IN THE COURT OF APPEAL
ON APPEAL FROM THE HIGH COURT


CRIMINAL APPEAL NO. AAU 23 of 2011
(High Court Criminal Case HAA 26 of 2010)


BETWEEN:


SENIVALATI RATUBALAVU
Appellant


AND:


THE STATE
Respondent


Coram : Calanchini AP
Counsel : Appellant in person.
Mr M Korovou for the Respondent.


Date of Hearing : 24 September 2012
Date of Decision : 3 December 2012


DECISION


[1]. On 11 November 2009 the Appellant pleaded guilty to one count of unlawful use of a motor vehicle and three counts of robbery with violence in the Magistrates Court. On 21 December 2009, after having considered written and oral submissions on mitigation, the learned Magistrate sentenced the Appellant to a term of 12 years imprisonment for each of the three robbery with violence offences to be served concurrently. In respect of the offence of unlawful use of a motor vehicle the Appellant was sentenced to a term of imprisonment of 6 months to be served concurrently with the sentences for robbery with violence.


[2]. Being dissatisfied with the sentence the Appellant appealed to the High Court on the grounds that (a) not enough discount was afforded to him for the guilty plea, (b) he was given no credit for time in remand, (c) the Magistrate exceeded his jurisdictional sentencing limit, (d) there is an obvious disparity in sentence when compared with sentence imposed on co-accused and (e) the sentence was harsh and excessive in the circumstances.


[3]. On 22 February 2011 the High Court allowed the appeal against sentence and quashed the sentences imposed by the learned Magistrate on 21 December 2009. The High Court substituted a term of imprisonment of six years for each of the three robbery with violence offences to be served concurrently. Since the sentence of six months for unlawful use of a motor vehicle was not challenged the learned Judge restored that sentence and ordered that it be served concurrently. The effect of the order of the High Court was that the Appellant was required to serve a term of six years imprisonment with effect from 21 December 2009 with a non-parole term of five years.


[4]. By notice dated 28 February 2011 the Appellant indicated his intention to appeal against sentence. The notice of appeal was received by the registry on 15 March 2011 and was filed within the time prescribed by section 26 of the Court of Appeal Act Cap 12. The thrust of the appeal is concerned with two grounds that arise from the non-parole term of five years.
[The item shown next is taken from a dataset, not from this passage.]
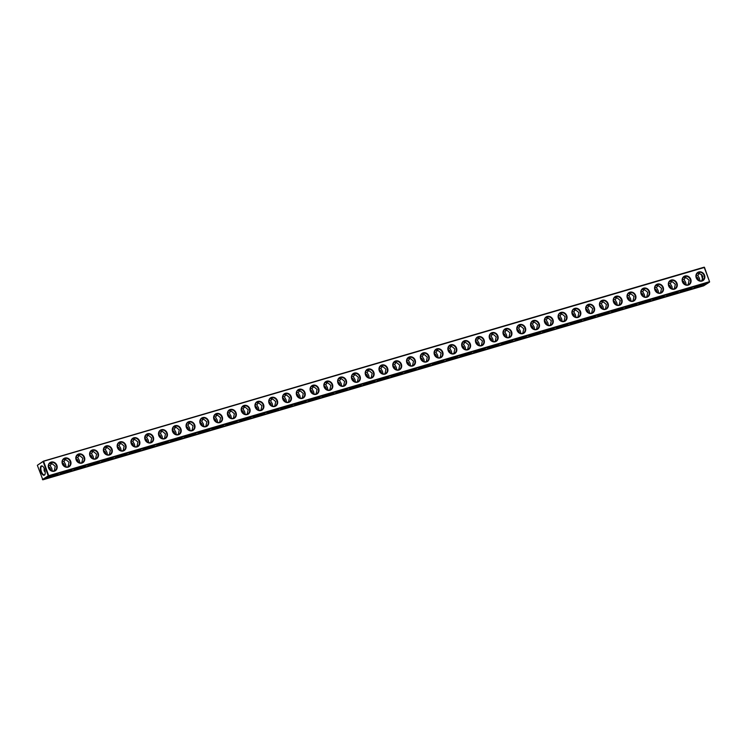 <?xml version="1.0" encoding="UTF-8"?>
<svg xmlns="http://www.w3.org/2000/svg" width="747" height="747" viewBox="0 0 747 747"><rect width="100%" height="100%" fill="white"/><g stroke="black" fill="none" stroke-linecap="round" stroke-linejoin="round"><path stroke-width="1.12" d="M704.421 267.454L43.345 461.347L37.35 465.297L43.382 461.17L704.141 267.183L709.622 281.88L704.449 267.267M43.653 461.431L48.695 475.69L709.463 281.703M704.57 275.279A4.856 4.333 -122.3 0 1 699.687 281.059A4.856 4.333 -122.3 0 1 696.895 273.178A4.856 4.333 -122.3 0 1 704.57 275.279M690.788 279.322A4.856 4.333 -122.3 0 1 685.905 285.102A4.856 4.333 -122.3 0 1 683.113 277.221A4.856 4.333 -122.3 0 1 690.788 279.322M677.015 283.365A4.856 4.333 -122.3 0 1 672.123 289.154A4.856 4.333 -122.3 0 1 669.331 281.264A4.856 4.333 -122.3 0 1 677.015 283.365M663.233 287.408A4.856 4.333 -122.3 0 1 658.35 293.197A4.856 4.333 -122.3 0 1 655.558 285.317A4.856 4.333 -122.3 0 1 663.233 287.408M649.451 291.461A4.856 4.333 -122.3 0 1 644.568 297.241A4.856 4.333 -122.3 0 1 641.776 289.36A4.856 4.333 -122.3 0 1 649.451 291.461M635.669 295.504A4.856 4.333 -122.3 0 1 630.785 301.284A4.856 4.333 -122.3 0 1 627.994 293.403A4.856 4.333 -122.3 0 1 635.669 295.504M621.896 299.547A4.856 4.333 -122.3 0 1 617.003 305.336A4.856 4.333 -122.3 0 1 614.211 297.446A4.856 4.333 -122.3 0 1 621.896 299.547M608.114 303.59A4.856 4.333 -122.3 0 1 603.231 309.379A4.856 4.333 -122.3 0 1 600.439 301.499A4.856 4.333 -122.3 0 1 608.114 303.59M594.332 307.633A4.856 4.333 -122.3 0 1 589.448 313.423A4.856 4.333 -122.3 0 1 586.656 305.542A4.856 4.333 -122.3 0 1 594.332 307.633M580.559 311.686A4.856 4.333 -122.3 0 1 575.666 317.466A4.856 4.333 -122.3 0 1 572.874 309.585A4.856 4.333 -122.3 0 1 580.559 311.686M566.777 315.729A4.856 4.333 -122.3 0 1 561.884 321.518A4.856 4.333 -122.3 0 1 559.092 313.628A4.856 4.333 -122.3 0 1 566.777 315.729M552.995 319.772A4.856 4.333 -122.3 0 1 548.111 325.561A4.856 4.333 -122.3 0 1 545.319 317.68A4.856 4.333 -122.3 0 1 552.995 319.772M539.213 323.815A4.856 4.333 -122.3 0 1 534.329 329.604A4.856 4.333 -122.3 0 1 531.537 321.724A4.856 4.333 -122.3 0 1 539.213 323.815M525.44 327.868A4.856 4.333 -122.3 0 1 520.547 333.648A4.856 4.333 -122.3 0 1 517.755 325.767A4.856 4.333 -122.3 0 1 525.44 327.868M511.658 331.911A4.856 4.333 -122.3 0 1 506.765 337.691A4.856 4.333 -122.3 0 1 503.973 329.81A4.856 4.333 -122.3 0 1 511.658 331.911M497.876 335.954A4.856 4.333 -122.3 0 1 492.992 341.743A4.856 4.333 -122.3 0 1 490.2 333.853A4.856 4.333 -122.3 0 1 497.876 335.954M484.093 339.997A4.856 4.333 -122.3 0 1 479.21 345.786A4.856 4.333 -122.3 0 1 476.418 337.905A4.856 4.333 -122.3 0 1 484.093 339.997M470.321 344.04A4.856 4.333 -122.3 0 1 465.428 349.829A4.856 4.333 -122.3 0 1 462.636 341.949A4.856 4.333 -122.3 0 1 470.321 344.04M456.538 348.093A4.856 4.333 -122.3 0 1 451.646 353.873A4.856 4.333 -122.3 0 1 448.854 345.992A4.856 4.333 -122.3 0 1 456.538 348.093M442.756 352.136A4.856 4.333 -122.3 0 1 437.873 357.925A4.856 4.333 -122.3 0 1 435.081 350.035A4.856 4.333 -122.3 0 1 442.756 352.136M428.974 356.179A4.856 4.333 -122.3 0 1 424.091 361.968A4.856 4.333 -122.3 0 1 421.299 354.087A4.856 4.333 -122.3 0 1 428.974 356.179M415.201 360.222A4.856 4.333 -122.3 0 1 410.308 366.011A4.856 4.333 -122.3 0 1 407.517 358.13A4.856 4.333 -122.3 0 1 415.201 360.222M401.419 364.275A4.856 4.333 -122.3 0 1 396.526 370.054A4.856 4.333 -122.3 0 1 393.734 362.174A4.856 4.333 -122.3 0 1 401.419 364.275M387.637 368.318A4.856 4.333 -122.3 0 1 382.753 374.107A4.856 4.333 -122.3 0 1 379.962 366.217A4.856 4.333 -122.3 0 1 387.637 368.318M373.855 372.361A4.856 4.333 -122.3 0 1 368.971 378.15A4.856 4.333 -122.3 0 1 366.179 370.269A4.856 4.333 -122.3 0 1 373.855 372.361M360.082 376.404A4.856 4.333 -122.3 0 1 355.189 382.193A4.856 4.333 -122.3 0 1 352.397 374.312A4.856 4.333 -122.3 0 1 360.082 376.404M346.3 380.456A4.856 4.333 -122.3 0 1 341.407 386.236A4.856 4.333 -122.3 0 1 338.615 378.355A4.856 4.333 -122.3 0 1 346.3 380.456M332.518 384.5A4.856 4.333 -122.3 0 1 327.634 390.279A4.856 4.333 -122.3 0 1 324.842 382.399A4.856 4.333 -122.3 0 1 332.518 384.5M318.736 388.543A4.856 4.333 -122.3 0 1 313.852 394.332A4.856 4.333 -122.3 0 1 311.06 386.442A4.856 4.333 -122.3 0 1 318.736 388.543M304.963 392.586A4.856 4.333 -122.3 0 1 300.07 398.375A4.856 4.333 -122.3 0 1 297.278 390.494A4.856 4.333 -122.3 0 1 304.963 392.586M291.181 396.629A4.856 4.333 -122.3 0 1 286.288 402.418A4.856 4.333 -122.3 0 1 283.496 394.537A4.856 4.333 -122.3 0 1 291.181 396.629M277.398 400.681A4.856 4.333 -122.3 0 1 272.515 406.461A4.856 4.333 -122.3 0 1 269.723 398.581A4.856 4.333 -122.3 0 1 277.398 400.681M263.616 404.725A4.856 4.333 -122.3 0 1 258.733 410.514A4.856 4.333 -122.3 0 1 255.941 402.624A4.856 4.333 -122.3 0 1 263.616 404.725M249.843 408.768A4.856 4.333 -122.3 0 1 244.951 414.557A4.856 4.333 -122.3 0 1 242.159 406.676A4.856 4.333 -122.3 0 1 249.843 408.768M236.061 412.811A4.856 4.333 -122.3 0 1 231.168 418.6A4.856 4.333 -122.3 0 1 228.377 410.719A4.856 4.333 -122.3 0 1 236.061 412.811M222.279 416.863A4.856 4.333 -122.3 0 1 217.396 422.643A4.856 4.333 -122.3 0 1 214.604 414.762A4.856 4.333 -122.3 0 1 222.279 416.863M208.497 420.906A4.856 4.333 -122.3 0 1 203.614 426.696A4.856 4.333 -122.3 0 1 200.822 418.806A4.856 4.333 -122.3 0 1 208.497 420.906M194.724 424.95A4.856 4.333 -122.3 0 1 189.831 430.739A4.856 4.333 -122.3 0 1 187.039 422.858A4.856 4.333 -122.3 0 1 194.724 424.95M180.942 428.993A4.856 4.333 -122.3 0 1 176.049 434.782A4.856 4.333 -122.3 0 1 173.257 426.901A4.856 4.333 -122.3 0 1 180.942 428.993M167.16 433.045A4.856 4.333 -122.3 0 1 162.276 438.825A4.856 4.333 -122.3 0 1 159.484 430.944A4.856 4.333 -122.3 0 1 167.16 433.045M153.378 437.088A4.856 4.333 -122.3 0 1 148.494 442.868A4.856 4.333 -122.3 0 1 145.702 434.987A4.856 4.333 -122.3 0 1 153.378 437.088M139.605 441.132A4.856 4.333 -122.3 0 1 134.712 446.921A4.856 4.333 -122.3 0 1 131.92 439.031A4.856 4.333 -122.3 0 1 139.605 441.132M125.823 445.175A4.856 4.333 -122.3 0 1 120.93 450.964A4.856 4.333 -122.3 0 1 118.147 443.083A4.856 4.333 -122.3 0 1 125.823 445.175M112.041 449.218A4.856 4.333 -122.3 0 1 107.157 455.007A4.856 4.333 -122.3 0 1 104.365 447.126A4.856 4.333 -122.3 0 1 112.041 449.218M98.259 453.27A4.856 4.333 -122.3 0 1 93.375 459.05A4.856 4.333 -122.3 0 1 90.583 451.169A4.856 4.333 -122.3 0 1 98.259 453.27M84.486 457.313A4.856 4.333 -122.3 0 1 79.593 463.103A4.856 4.333 -122.3 0 1 76.801 455.212A4.856 4.333 -122.3 0 1 84.486 457.313M70.704 461.357A4.856 4.333 -122.3 0 1 65.811 467.146A4.856 4.333 -122.3 0 1 63.028 459.265A4.856 4.333 -122.3 0 1 70.704 461.357M56.921 465.4A4.856 4.333 -122.3 0 1 52.038 471.189A4.856 4.333 -122.3 0 1 49.246 463.308A4.856 4.333 -122.3 0 1 56.921 465.4M48.695 475.69L48.219 475.876L43.177 461.618M701.76 274.672A4.856 2.129 -106.4 0 0 702.357 277.585A4.856 2.129 -106.4 0 0 702.843 278.752M37.35 465.297L42.859 479.817L48.676 476.138L709.622 281.88M42.402 479.555L48.219 475.876M40.926 471.759A4.856 2.129 -106.4 0 0 44.979 474.364A4.856 2.129 -106.4 0 0 44.829 469.984A4.856 2.129 -106.4 0 0 42.588 466.221A4.856 2.129 -106.4 0 0 40.506 467.052A4.856 2.129 -106.4 0 0 40.926 471.759M51.804 463.429L50.142 465.568L51.823 468.509L52.281 471.002M48.564 465.278L50.142 465.568M49.638 463.383L52.561 464.036L55.25 466.352L54.242 470.862M65.577 459.386L63.925 461.515L62.346 461.235M63.411 459.34L66.343 459.993L69.023 462.309L68.024 466.819M79.359 455.343L77.707 457.472L76.129 457.183M77.193 455.287L80.125 455.941L82.805 458.256L81.796 462.776M93.142 451.291L91.479 453.429L89.911 453.14M90.975 451.244L93.907 451.898L96.587 454.213L95.579 458.723M106.924 447.248L105.262 449.386L103.684 449.096M104.757 447.201L107.68 447.855L110.369 450.17L109.361 454.68M120.697 443.204L119.044 445.333L117.466 445.053M118.53 443.158L121.462 443.811L124.142 446.127L123.143 450.637M134.479 439.161L132.826 441.29L131.248 441.01M132.312 439.115L135.244 439.759L137.924 442.075L136.916 446.594M148.261 435.109L146.599 437.247L145.03 436.958M146.095 435.062L149.026 435.716L151.706 438.031L150.698 442.551M162.043 431.066L160.381 433.204L158.803 432.915M159.877 431.019L162.799 431.673L165.489 433.988L164.48 438.498M175.816 427.023L174.163 429.161L172.585 428.871M173.649 426.976L176.581 427.629L179.261 429.945L178.262 434.455M189.598 422.979L187.936 425.108L186.367 424.828M187.432 422.933L190.364 423.577L193.043 425.893L192.035 430.412M203.38 418.936L201.718 421.065L200.149 420.776M201.214 418.88L204.146 419.534L206.826 421.85L205.817 426.369M217.162 414.884L215.5 417.022L213.922 416.733M214.996 414.837L217.919 415.491L220.608 417.806L219.599 422.316M230.935 410.841L229.282 412.979L227.704 412.689M228.769 410.794L231.701 411.448L234.381 413.763L233.381 418.273M244.717 406.798L243.055 408.926L241.486 408.646M242.551 406.751L245.483 407.404L248.163 409.72L247.154 414.23M258.499 402.754L256.837 404.883L255.269 404.594M256.333 402.708L259.265 403.352L261.945 405.668L260.936 410.187M272.281 398.702L270.619 400.84L269.041 400.551M270.115 398.655L273.038 399.309L275.727 401.625L274.719 406.144M286.054 394.659L284.402 396.797L282.824 396.508M283.888 394.612L286.82 395.266L289.5 397.581L288.501 402.091M299.836 390.616L298.174 392.745L296.606 392.464M297.67 390.569L300.602 391.223L303.282 393.538L302.274 398.048M313.619 386.572L311.957 388.701L310.388 388.421M311.452 386.526L314.384 387.17L317.064 389.486L316.056 394.005M327.401 382.52L325.739 384.658L324.161 384.369M325.234 382.473L328.157 383.127L330.846 385.443L329.838 389.962M341.174 378.477L339.521 380.615L337.943 380.326M339.007 378.43L341.939 379.084L344.619 381.4L343.62 385.91M354.956 374.434L353.294 376.572L351.725 376.283M352.789 374.387L355.721 375.041L358.401 377.356L357.393 381.866M368.738 370.391L367.076 372.52L365.507 372.239M366.572 370.344L369.504 370.998L372.183 373.304L371.175 377.823M382.52 366.347L380.858 368.476L379.28 368.187M380.354 366.291L383.276 366.945L385.966 369.261L384.957 373.78M396.293 362.295L394.64 364.433L393.062 364.144M394.127 362.248L397.059 362.902L399.738 365.218L398.73 369.728M410.075 358.252L408.413 360.39L406.844 360.101M407.909 358.205L410.841 358.859L413.521 361.175L412.512 365.685M423.857 354.209L422.195 356.338L420.626 356.058M421.691 354.162L424.623 354.816L427.303 357.131L426.294 361.641M437.63 350.166L435.977 352.295L434.399 352.005M435.473 350.119L438.396 350.763L441.085 353.079L440.076 357.598M451.412 346.113L449.759 348.251L448.181 347.962M449.246 346.066L452.178 346.72L454.858 349.036L453.849 353.555M465.194 342.07L463.532 344.208L461.963 343.919M463.028 342.023L465.96 342.677L468.64 344.993L467.631 349.503M478.976 338.027L477.314 340.156L475.746 339.876M476.81 337.98L479.742 338.634L482.422 340.949L481.413 345.459M492.749 333.984L491.096 336.113L489.518 335.833M490.592 333.937L493.515 334.581L496.195 336.897L495.196 341.416M506.531 329.931L504.879 332.07L503.301 331.78M504.365 329.885L507.297 330.538L509.977 332.854L508.968 337.373M520.314 325.888L518.651 328.026L517.083 327.737M518.147 325.841L521.079 326.495L523.759 328.811L522.751 333.321M534.096 321.845L532.434 323.983L530.865 323.694M531.929 321.798L534.861 322.452L537.541 324.768L536.533 329.278M547.868 317.802L546.216 319.931L544.638 319.651M545.712 317.755L548.634 318.409L551.314 320.724L550.315 325.234M561.651 313.759L559.998 315.888L558.42 315.598M559.484 313.703L562.416 314.356L565.096 316.672L564.088 321.191M575.433 309.706L573.771 311.844L572.202 311.555M573.266 309.66L576.198 310.313L578.878 312.629L577.87 317.139M589.215 305.663L587.553 307.801L585.984 307.512M587.049 305.616L589.981 306.27L592.66 308.586L591.652 313.096M602.988 301.62L601.335 303.749L599.757 303.469M600.821 301.573L603.753 302.227L606.433 304.543L605.434 309.053M616.77 297.577L615.117 299.706L613.539 299.426M614.604 297.53L617.536 298.174L620.215 300.49L619.207 305.009M630.552 293.524L628.89 295.663L627.321 295.373M628.386 293.478L631.318 294.131L633.998 296.447L632.989 300.966M644.334 289.481L642.672 291.619L641.094 291.33M642.168 289.434L645.1 290.088L647.78 292.404L646.771 296.914M658.107 285.438L656.454 287.567L654.876 287.287M655.941 285.391L658.873 286.045L661.553 288.361L660.553 292.871M671.889 281.395L670.236 283.524L668.658 283.244M669.723 281.348L672.655 281.993L675.335 284.308L674.326 288.828M685.671 277.352L684.009 279.481L682.441 279.191M683.505 277.296L686.437 277.949L689.117 280.265L688.108 284.784M699.453 273.299L697.791 275.438L696.213 275.148M697.287 273.253L700.21 273.906L702.899 276.222L701.891 280.732M704.094 275.466A4.473 3.987 -122.3 0 1 702.628 280.377A4.473 3.987 -122.3 0 1 696.867 278.724A4.473 3.987 -122.3 0 1 697.847 272.814A4.473 3.987 -122.3 0 1 704.094 275.466M690.312 279.509A4.473 3.987 -122.3 0 1 688.846 284.43A4.473 3.987 -122.3 0 1 683.085 282.777A4.473 3.987 -122.3 0 1 684.065 276.857A4.473 3.987 -122.3 0 1 690.312 279.509M676.539 283.552A4.473 3.987 -122.3 0 1 675.064 288.473A4.473 3.987 -122.3 0 1 669.303 286.82A4.473 3.987 -122.3 0 1 670.292 280.9A4.473 3.987 -122.3 0 1 676.539 283.552M662.757 287.604A4.473 3.987 -122.3 0 1 661.282 292.516A4.473 3.987 -122.3 0 1 655.521 290.863A4.473 3.987 -122.3 0 1 656.51 284.952A4.473 3.987 -122.3 0 1 662.757 287.604M648.975 291.647A4.473 3.987 -122.3 0 1 647.509 296.559A4.473 3.987 -122.3 0 1 641.748 294.906A4.473 3.987 -122.3 0 1 642.728 288.996A4.473 3.987 -122.3 0 1 648.975 291.647M635.193 295.691A4.473 3.987 -122.3 0 1 633.727 300.611A4.473 3.987 -122.3 0 1 627.966 298.949A4.473 3.987 -122.3 0 1 628.946 293.039A4.473 3.987 -122.3 0 1 635.193 295.691M621.42 299.734A4.473 3.987 -122.3 0 1 619.945 304.655A4.473 3.987 -122.3 0 1 614.183 303.002A4.473 3.987 -122.3 0 1 615.173 297.082A4.473 3.987 -122.3 0 1 621.42 299.734M607.638 303.786A4.473 3.987 -122.3 0 1 606.162 308.698A4.473 3.987 -122.3 0 1 600.401 307.045A4.473 3.987 -122.3 0 1 601.391 301.134A4.473 3.987 -122.3 0 1 607.638 303.786M593.856 307.829A4.473 3.987 -122.3 0 1 592.39 312.741A4.473 3.987 -122.3 0 1 586.628 311.088A4.473 3.987 -122.3 0 1 587.609 305.178A4.473 3.987 -122.3 0 1 593.856 307.829M580.074 311.873A4.473 3.987 -122.3 0 1 578.608 316.793A4.473 3.987 -122.3 0 1 572.846 315.131A4.473 3.987 -122.3 0 1 573.827 309.221A4.473 3.987 -122.3 0 1 580.074 311.873M566.301 315.916A4.473 3.987 -122.3 0 1 564.825 320.837A4.473 3.987 -122.3 0 1 559.064 319.184A4.473 3.987 -122.3 0 1 560.054 313.264A4.473 3.987 -122.3 0 1 566.301 315.916M552.519 319.959A4.473 3.987 -122.3 0 1 551.053 324.88A4.473 3.987 -122.3 0 1 545.282 323.227A4.473 3.987 -122.3 0 1 546.272 317.316A4.473 3.987 -122.3 0 1 552.519 319.959M538.736 324.011A4.473 3.987 -122.3 0 1 537.27 328.923A4.473 3.987 -122.3 0 1 531.509 327.27A4.473 3.987 -122.3 0 1 532.49 321.359A4.473 3.987 -122.3 0 1 538.736 324.011M524.954 328.054A4.473 3.987 -122.3 0 1 523.488 332.966A4.473 3.987 -122.3 0 1 517.727 331.313A4.473 3.987 -122.3 0 1 518.707 325.403A4.473 3.987 -122.3 0 1 524.954 328.054M511.181 332.098A4.473 3.987 -122.3 0 1 509.706 337.018A4.473 3.987 -122.3 0 1 503.945 335.366A4.473 3.987 -122.3 0 1 504.935 329.446A4.473 3.987 -122.3 0 1 511.181 332.098M497.399 336.141A4.473 3.987 -122.3 0 1 495.933 341.062A4.473 3.987 -122.3 0 1 490.163 339.409A4.473 3.987 -122.3 0 1 491.152 333.489A4.473 3.987 -122.3 0 1 497.399 336.141M483.617 340.193A4.473 3.987 -122.3 0 1 482.151 345.105A4.473 3.987 -122.3 0 1 476.39 343.452A4.473 3.987 -122.3 0 1 477.37 337.541A4.473 3.987 -122.3 0 1 483.617 340.193M469.835 344.236A4.473 3.987 -122.3 0 1 468.369 349.148A4.473 3.987 -122.3 0 1 462.608 347.495A4.473 3.987 -122.3 0 1 463.588 341.584A4.473 3.987 -122.3 0 1 469.835 344.236M456.062 348.279A4.473 3.987 -122.3 0 1 454.587 353.2A4.473 3.987 -122.3 0 1 448.826 351.538A4.473 3.987 -122.3 0 1 449.815 345.628A4.473 3.987 -122.3 0 1 456.062 348.279M442.28 352.323A4.473 3.987 -122.3 0 1 440.814 357.243A4.473 3.987 -122.3 0 1 435.043 355.591A4.473 3.987 -122.3 0 1 436.033 349.671A4.473 3.987 -122.3 0 1 442.28 352.323M428.498 356.375A4.473 3.987 -122.3 0 1 427.032 361.287A4.473 3.987 -122.3 0 1 421.271 359.634A4.473 3.987 -122.3 0 1 422.251 353.723A4.473 3.987 -122.3 0 1 428.498 356.375M414.716 360.418A4.473 3.987 -122.3 0 1 413.25 365.33A4.473 3.987 -122.3 0 1 407.488 363.677A4.473 3.987 -122.3 0 1 408.469 357.766A4.473 3.987 -122.3 0 1 414.716 360.418M400.943 364.461A4.473 3.987 -122.3 0 1 399.468 369.382A4.473 3.987 -122.3 0 1 393.706 367.72A4.473 3.987 -122.3 0 1 394.696 361.809A4.473 3.987 -122.3 0 1 400.943 364.461M387.161 368.504A4.473 3.987 -122.3 0 1 385.695 373.425A4.473 3.987 -122.3 0 1 379.924 371.773A4.473 3.987 -122.3 0 1 380.914 365.853A4.473 3.987 -122.3 0 1 387.161 368.504M373.379 372.548A4.473 3.987 -122.3 0 1 371.913 377.468A4.473 3.987 -122.3 0 1 366.151 375.816A4.473 3.987 -122.3 0 1 367.132 369.896A4.473 3.987 -122.3 0 1 373.379 372.548M359.596 376.6A4.473 3.987 -122.3 0 1 358.13 381.512A4.473 3.987 -122.3 0 1 352.369 379.859A4.473 3.987 -122.3 0 1 353.35 373.948A4.473 3.987 -122.3 0 1 359.596 376.6M345.824 380.643A4.473 3.987 -122.3 0 1 344.348 385.555A4.473 3.987 -122.3 0 1 338.587 383.902A4.473 3.987 -122.3 0 1 339.577 377.991A4.473 3.987 -122.3 0 1 345.824 380.643M332.041 384.686A4.473 3.987 -122.3 0 1 330.576 389.607A4.473 3.987 -122.3 0 1 324.805 387.954A4.473 3.987 -122.3 0 1 325.795 382.034A4.473 3.987 -122.3 0 1 332.041 384.686M318.259 388.729A4.473 3.987 -122.3 0 1 316.793 393.65A4.473 3.987 -122.3 0 1 311.032 391.998A4.473 3.987 -122.3 0 1 312.013 386.078A4.473 3.987 -122.3 0 1 318.259 388.729M304.477 392.782A4.473 3.987 -122.3 0 1 303.011 397.693A4.473 3.987 -122.3 0 1 297.25 396.041A4.473 3.987 -122.3 0 1 298.23 390.13A4.473 3.987 -122.3 0 1 304.477 392.782M290.704 396.825A4.473 3.987 -122.3 0 1 289.229 401.737A4.473 3.987 -122.3 0 1 283.468 400.084A4.473 3.987 -122.3 0 1 284.458 394.173A4.473 3.987 -122.3 0 1 290.704 396.825M276.922 400.868A4.473 3.987 -122.3 0 1 275.456 405.789A4.473 3.987 -122.3 0 1 269.686 404.127A4.473 3.987 -122.3 0 1 270.675 398.216A4.473 3.987 -122.3 0 1 276.922 400.868M263.14 404.911A4.473 3.987 -122.3 0 1 261.674 409.832A4.473 3.987 -122.3 0 1 255.913 408.179A4.473 3.987 -122.3 0 1 256.893 402.26A4.473 3.987 -122.3 0 1 263.14 404.911M249.358 408.964A4.473 3.987 -122.3 0 1 247.892 413.875A4.473 3.987 -122.3 0 1 242.131 412.223A4.473 3.987 -122.3 0 1 243.111 406.312A4.473 3.987 -122.3 0 1 249.358 408.964M235.585 413.007A4.473 3.987 -122.3 0 1 234.11 417.918A4.473 3.987 -122.3 0 1 228.349 416.266A4.473 3.987 -122.3 0 1 229.338 410.355A4.473 3.987 -122.3 0 1 235.585 413.007M221.803 417.05A4.473 3.987 -122.3 0 1 220.337 421.971A4.473 3.987 -122.3 0 1 214.566 420.309A4.473 3.987 -122.3 0 1 215.556 414.398A4.473 3.987 -122.3 0 1 221.803 417.05M208.021 421.093A4.473 3.987 -122.3 0 1 206.555 426.014A4.473 3.987 -122.3 0 1 200.794 424.361A4.473 3.987 -122.3 0 1 201.774 418.441A4.473 3.987 -122.3 0 1 208.021 421.093M194.248 425.136A4.473 3.987 -122.3 0 1 192.773 430.057A4.473 3.987 -122.3 0 1 187.011 428.404A4.473 3.987 -122.3 0 1 187.992 422.485A4.473 3.987 -122.3 0 1 194.248 425.136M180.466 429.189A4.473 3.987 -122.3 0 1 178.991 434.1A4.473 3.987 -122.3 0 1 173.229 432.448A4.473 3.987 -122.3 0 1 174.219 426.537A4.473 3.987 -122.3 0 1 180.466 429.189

The first ground is that the non-parole term was imposed under the Sentencing and Penalties Decree 2009 which came into effect after his time of offending and was therefore applied retrospectively. The second ground relates to the non-parole term of 5 years and any lawful remission under the Prisons Act Cap 86.


[5]. The Appellant's appeal is against a decision of the High Court exercising its appellate jurisdiction. As a result the Appellant's appeal is to be determined under section 22 of the Court of Appeal Act. So far as is relevant that section provides:


"(1) Any party to an appeal from a magistrates court to the High Court may appeal, under this Part, against the decision of the High Court in such appellate jurisdiction to the Court of Appeal on any ground of appeal which involves a question of law only.


(1A) No appeal under sub-section (1) lies in respect of a sentence imposed by the High Court in its appellate jurisdiction unless the appeal is on the ground:


(a) that the sentence was an unlawful one or was passed in consequence of any error of law, or


(b) that the High Court imposed an immediate custodial sentence in substitution for a non-custodial sentence."


[6]. Under section 22 of the Act the Appellant must first establish whether the grounds or any one of them involves a question of law only. If the answer to that question is in the affirmative, then the next step is to consider the two limbs raised by section 22 (1A).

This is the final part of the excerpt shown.